Room Six was choked full of bodies in suits. Even in the hallway, we could feel the heat from inside.
“Good God,” Ellie said. “We can't go in there.”
“Come on,” I said. “It's always like this.” She made a face and disappeared between the broad shoulders of two men. Her hand reappeared and grabbed my sleeve.
“Mon mari,”
she said, in her broad American accent, and smiled at the unhappy men, who parted to let me through. Ellie looked around the room, searching for a seat. “Everyone has a catalog,” she said. “Why didn't you get one?”
“If I'm not allowed to buy, what's the use?” I whispered.
“I wish I had a catalog. Or at least a seat.” She smiled, announced,
“Je vais défaillir,”
and accepted a young man's chair, surrendered with a sigh. Now nearly everyone seated was female. We were separated by sex, as if Drouot's were an old-world synagogue.

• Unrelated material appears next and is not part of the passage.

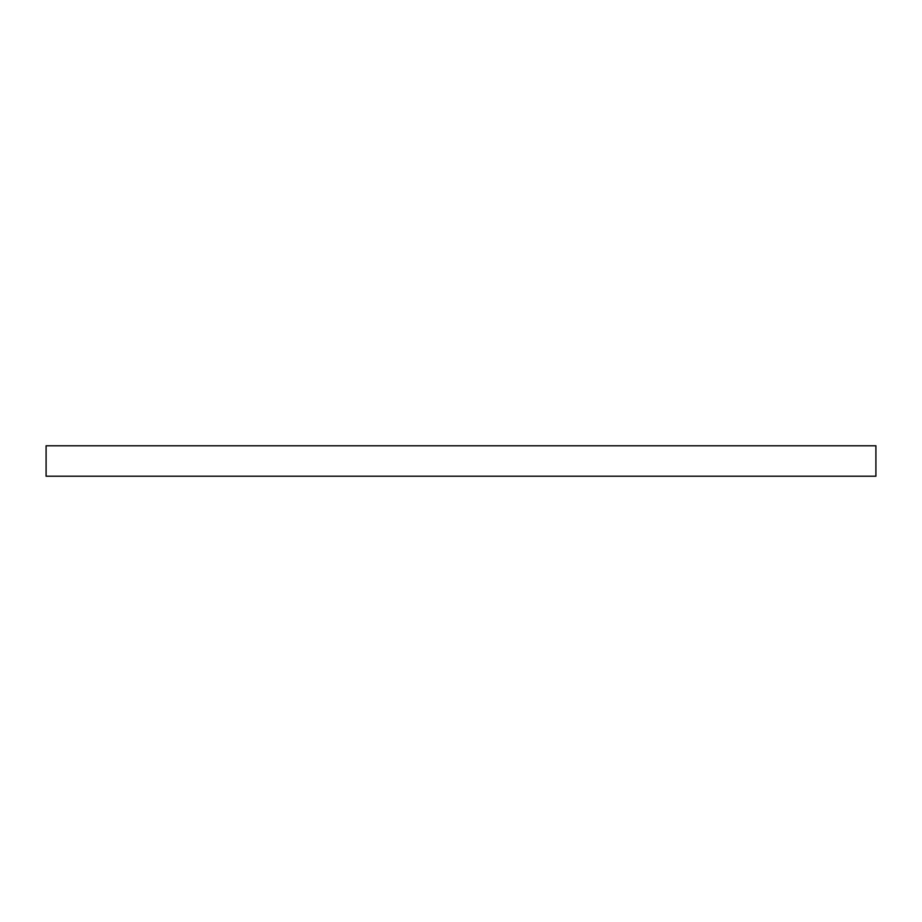 <?xml version="1.0" encoding="UTF-8"?>
<svg xmlns="http://www.w3.org/2000/svg" width="922" height="922" viewBox="0 0 922 922"><rect width="100%" height="100%" fill="white"/><g stroke="black" fill="none" stroke-linecap="round" stroke-linejoin="round"><path stroke-width="1.38" d="M875.9 445.775L46.1 445.775L46.1 476.225L875.9 476.225L875.9 445.775"/></g></svg>

The men stood pressed against each other, arms bent close and awkward, pale auction paddles flattened to their lapels. The heat settled around me like a bath. A Vlaminck sketch sold for 100,000 francs. Then an ugly Picasso vase went for half a million.
To the gentleman on my right, I said,
“‘Très bon marché”
—the prices were startlingly reasonable, even cheap. He smiled and touched his brow.